» **What the task asks**:
Two lines in the data below mark the range: the one with "Two runs of" and the one with "- Up to frame 2". Return both, along with every line between them, exactly.

» **Supplied entries**:
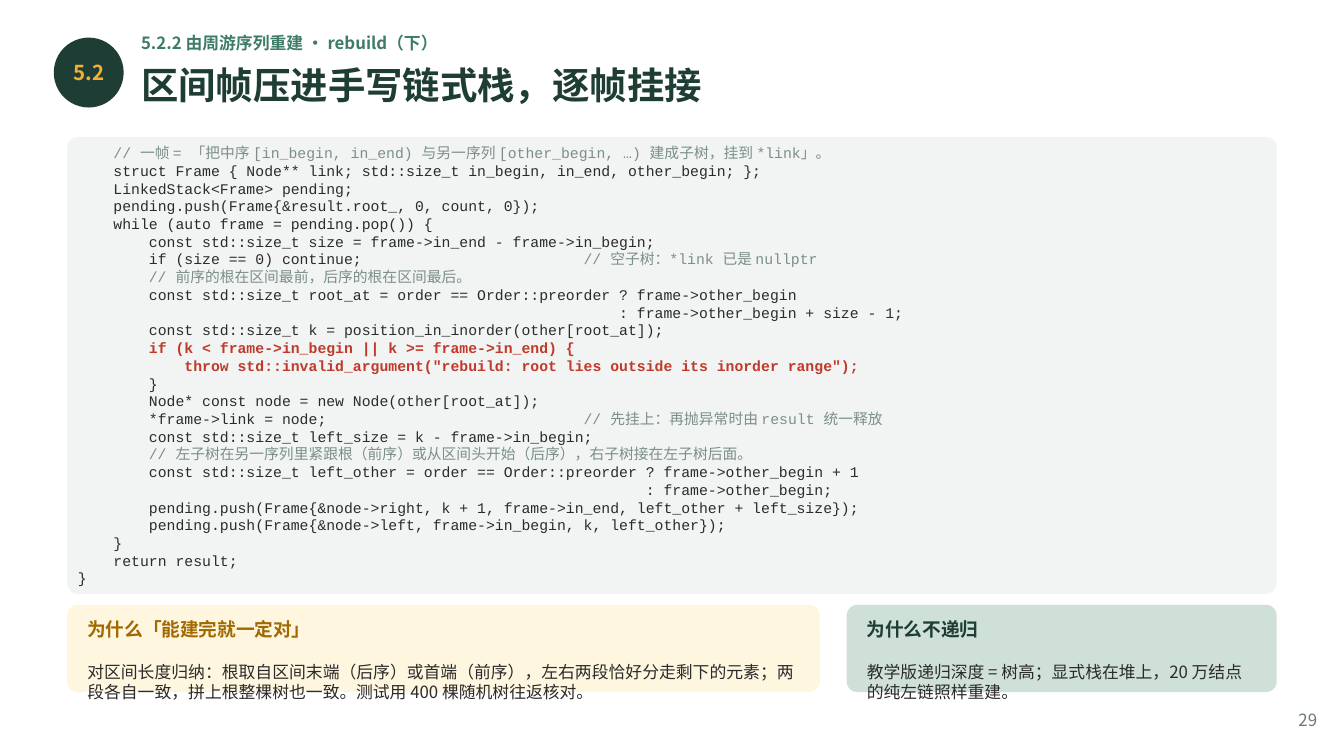
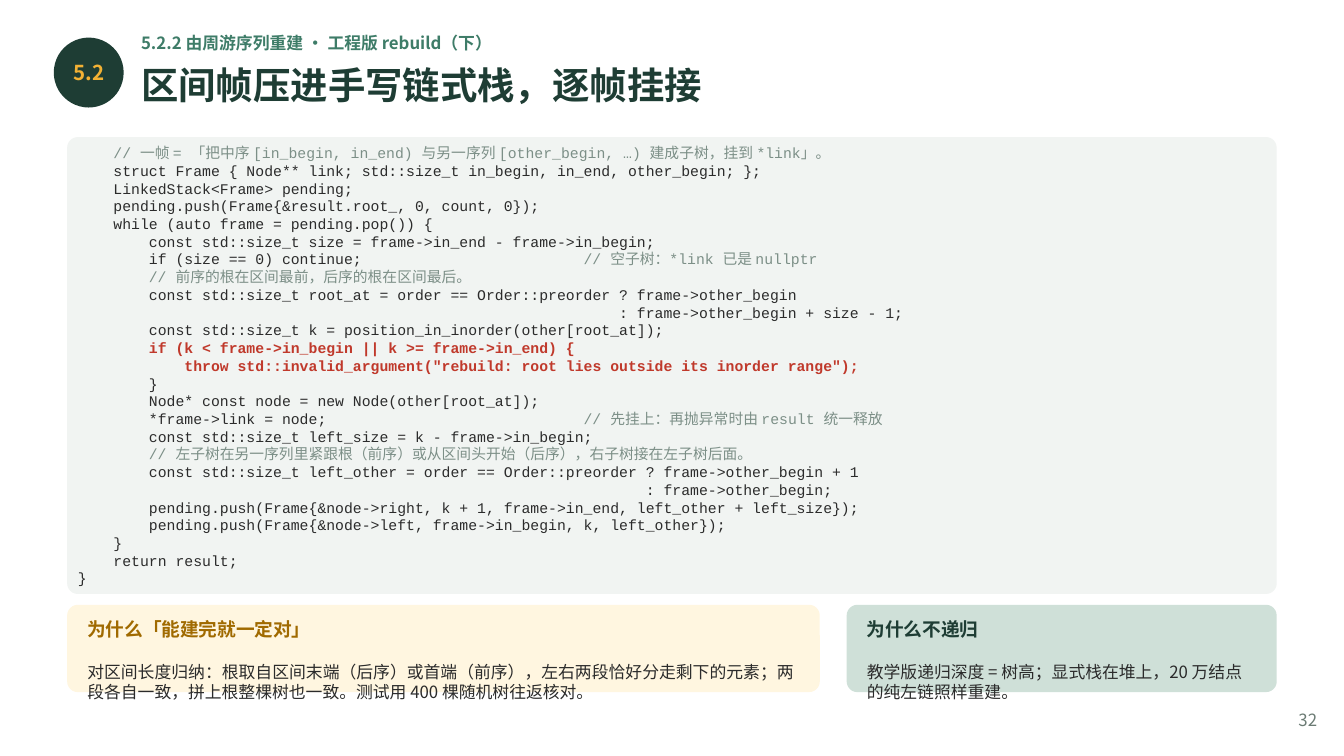
Before and after one commit to GMyhf/2026fall-cs201, a slide deck: slide 32 of courseware/202609_DSA_05_Binary_Tree.pptx (slide 29 before the commit). Drawn at 1344x756 pixels with LibreOffice and Linux fonts; fonts in the diff are those of the drawing. Boxes give left, top, right and bottom in pixels: in the first picture for what was removed or moved away, otherwise in the second. Text is boxed around its words. In the diff, an @@ line names an element or a change of style, - is before the commit and + after.

```diff
--- a/courseware/202609_DSA_05_Binary_Tree.pptx
+++ b/courseware/202609_DSA_05_Binary_Tree.pptx
@@ text at bbox=[141, 34, 492, 51]: text changed @@
-5.2.2 由周游序列重建 · rebuild（下）
+5.2.2 由周游序列重建 · 工程版 rebuild（下）
@@ text at bbox=[1298, 713, 1317, 726]: text changed @@
-29
+32
```
Also in this commit, not shown: 42 other slides changed, 3 slides added, 1 other file.
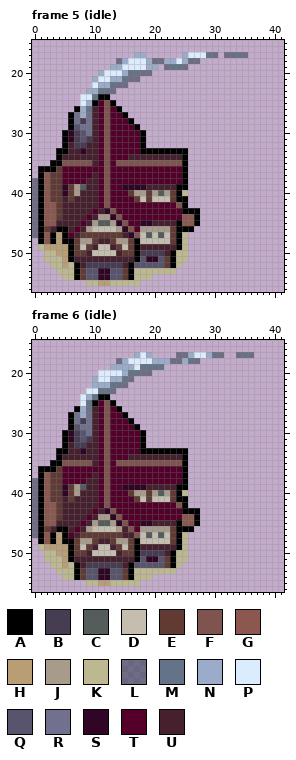
Pixel-art file: assets_src/image/structures/tavern.ase. That is the earlier state.
45x58 pixels, 6 frames. Shown: frame 5 (idle): x 0..41, y 15..56; frame 6 (idle): x 0..41, y 15..56. The commit also changed other frames, which this record leaves out.
Palette (. is transparent): A #000000  B #473d52  C #555c5c  D #c5beaf  E #623a34  F #7f534e  G #8c574f  H #b89d75  J #a89b8c  K #beb890  L #1a304080  M #647387  N #9aacc9  P #dbecff  Q #59546e  R #71718f  S #310526  T #54002a  U #47202e
After:
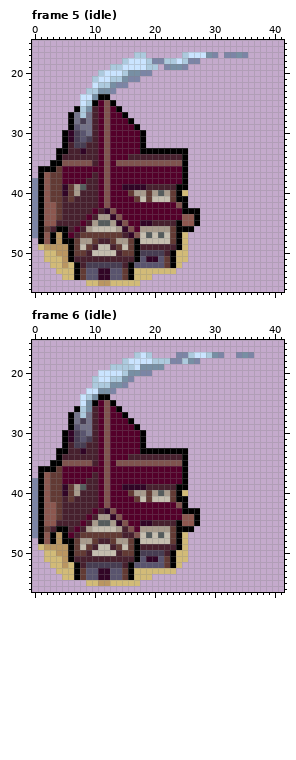
From old to new:
colour H: #b89d75 -> #ba9661
colour K: #beb890 -> #d2bb78
colour L: #1a304080 -> #34608080
colour M: #647387 -> #778fa4
colour N: #9aacc9 -> #adcade
colour P: #dbecff -> #cae4ff
colour R: #71718f -> #737288
Frame 5 (idle), layer "Layer 3":
y 18: x 14 L -> .
Frame 6 (idle), layer "Layer 3": the same change as frame 5 (idle)
Where, in picture pixels (left, top, right, bottom), the same in both pictures:
changed: (74, 52, 248, 136)
changed: (32, 178, 188, 286)
changed: (74, 352, 254, 436)
changed: (32, 478, 188, 586)
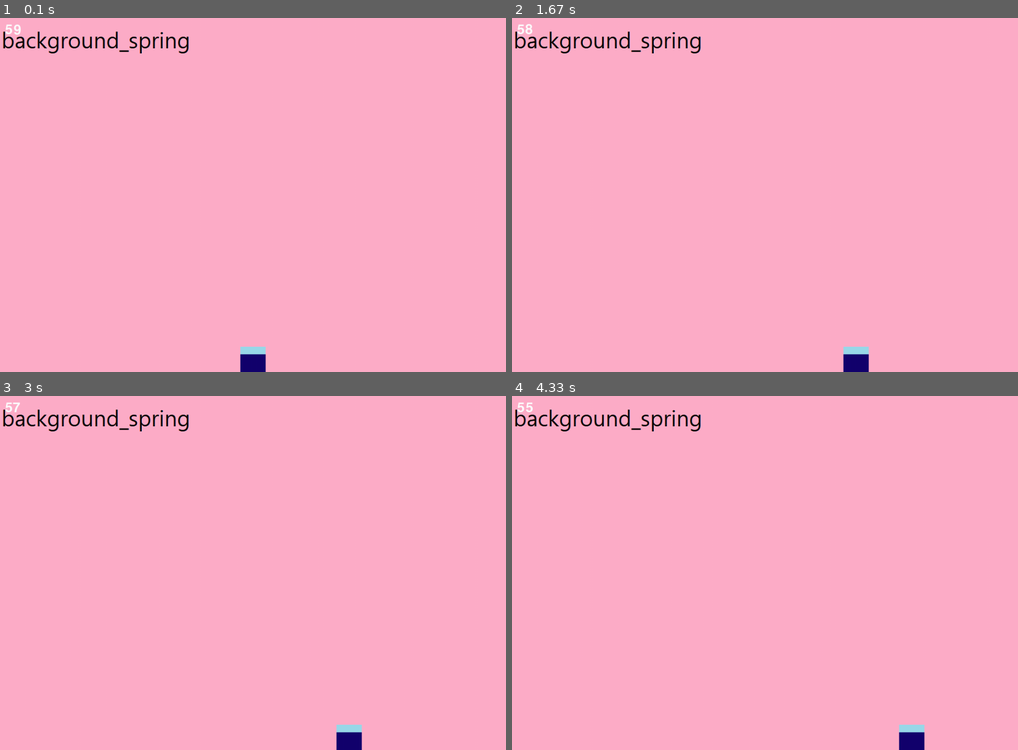
Above: before the commit, frames 1-4 (two rows, left to right).
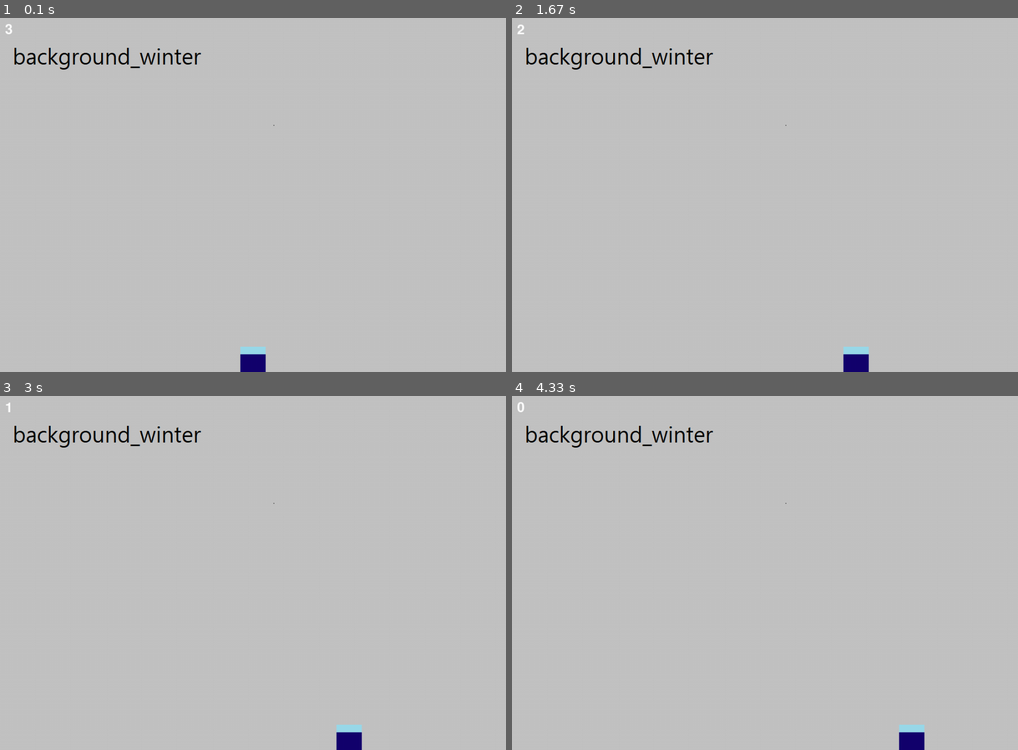
Above: after the commit, the same moments.

Repository: Burna0912/team_project
Game: pygame game, started from workspace/boo_pygame.py
Two runs of this game, one before a commit and one after it. Both use one fixed random seed, a clock stepped at 60 frames per second and the inputs below.
Inputs:
- Up to frame 1 (0.1 s): no input
- Up to frame 2 (1.67 s): hold Right 0.33-0.8 s; hold Right 0.83-1.3 s; hold Left from 1.33 s (still down)
- Up to frame 3 (3 s): release Left at 1.87 s; hold Left 1.9-2.3 s; hold Right 2.33-2.97 s
- Up to frame 4 (4.33 s): hold Left 3-3.47 s; hold Right 3.5-3.97 s; hold Right from 4 s (still down)

The runs differ from the first frame. In frame 1, 100% of the frame differs, in the area x 0-100%, y 0-100%; in frame 2, 100%; in frame 3, 100%; in frame 4, 100%.

Commit message:
Game Over

Diff:
--- a/workspace/boo_pygame.py
+++ b/workspace/boo_pygame.py
@@ -20,6 +20,7 @@
 background_summer = pygame.image.load("C:/Users/ranso/team/team_project/images/background_summer.png") #여름 배경
 background_autumn = pygame.image.load("C:/Users/ranso/team/team_project/images/background_autumn.png") #가을 배경
 background_winter = pygame.image.load("C:/Users/ranso/team/team_project/images/background_winter.png") #겨울 배경
+GameOver = pygame.image.load("C:/Users/ranso/team/team_project/images/background_winter.png") #게임 오버
 #파일경로 수정, 배경이미지 수정 요망
 
 # 캐릭터(봄, 여름, 가을, 겨울) 설정
@@ -45,7 +46,7 @@
 game_font = pygame.font.Font(None, 40)
 
 # 총 시간
-total_time = 60
+total_time = 4
 
 # 시작 시간
 start_ticks = pygame.time.get_ticks()
@@ -74,6 +75,8 @@
         if event.type == pygame.KEYUP:
             if event.key == pygame.K_LEFT or event.key == pygame.K_RIGHT:
                 to_x = 0
+
+    # 부가 화면 밖으로 넘어가지 않도록 조치
     if BOO_x_position < 0:
         BOO_x_position = 0
     elif BOO_x_position > screen_width-BOO_width:
@@ -96,8 +99,11 @@
         screen.blit(background_autumn,(0,0))
     elif  (total_time-elapsed_time) >0:
         screen.blit(background_winter,(0,0))
-    elif (total_time-elapsed_time) ==0:
-        running = False
+    else:
+        screen.blit(GameOver,(0,0)) #남은 시간이 0 이하일 경우 게임 오버 화면이 나오도록 했지만 작동하지 않는다. 왜지?
+        #running = False
+        #남은 시간이 0일 경우 게임이 종료되도록 했지만 작동하지 않는다.
+
     #부 위치 설정
     screen.blit(BOO, (BOO_x_position,BOO_y_position))

» **Exercise output**:
Two runs of this game, one before a commit and one after it. Both use one fixed random seed, a clock stepped at 60 frames per second and the inputs below.
Inputs:
- Up to frame 1 (0.1 s): no input
- Up to frame 2 (1.67 s): hold Right 0.33-0.8 s; hold Right 0.83-1.3 s; hold Left from 1.33 s (still down)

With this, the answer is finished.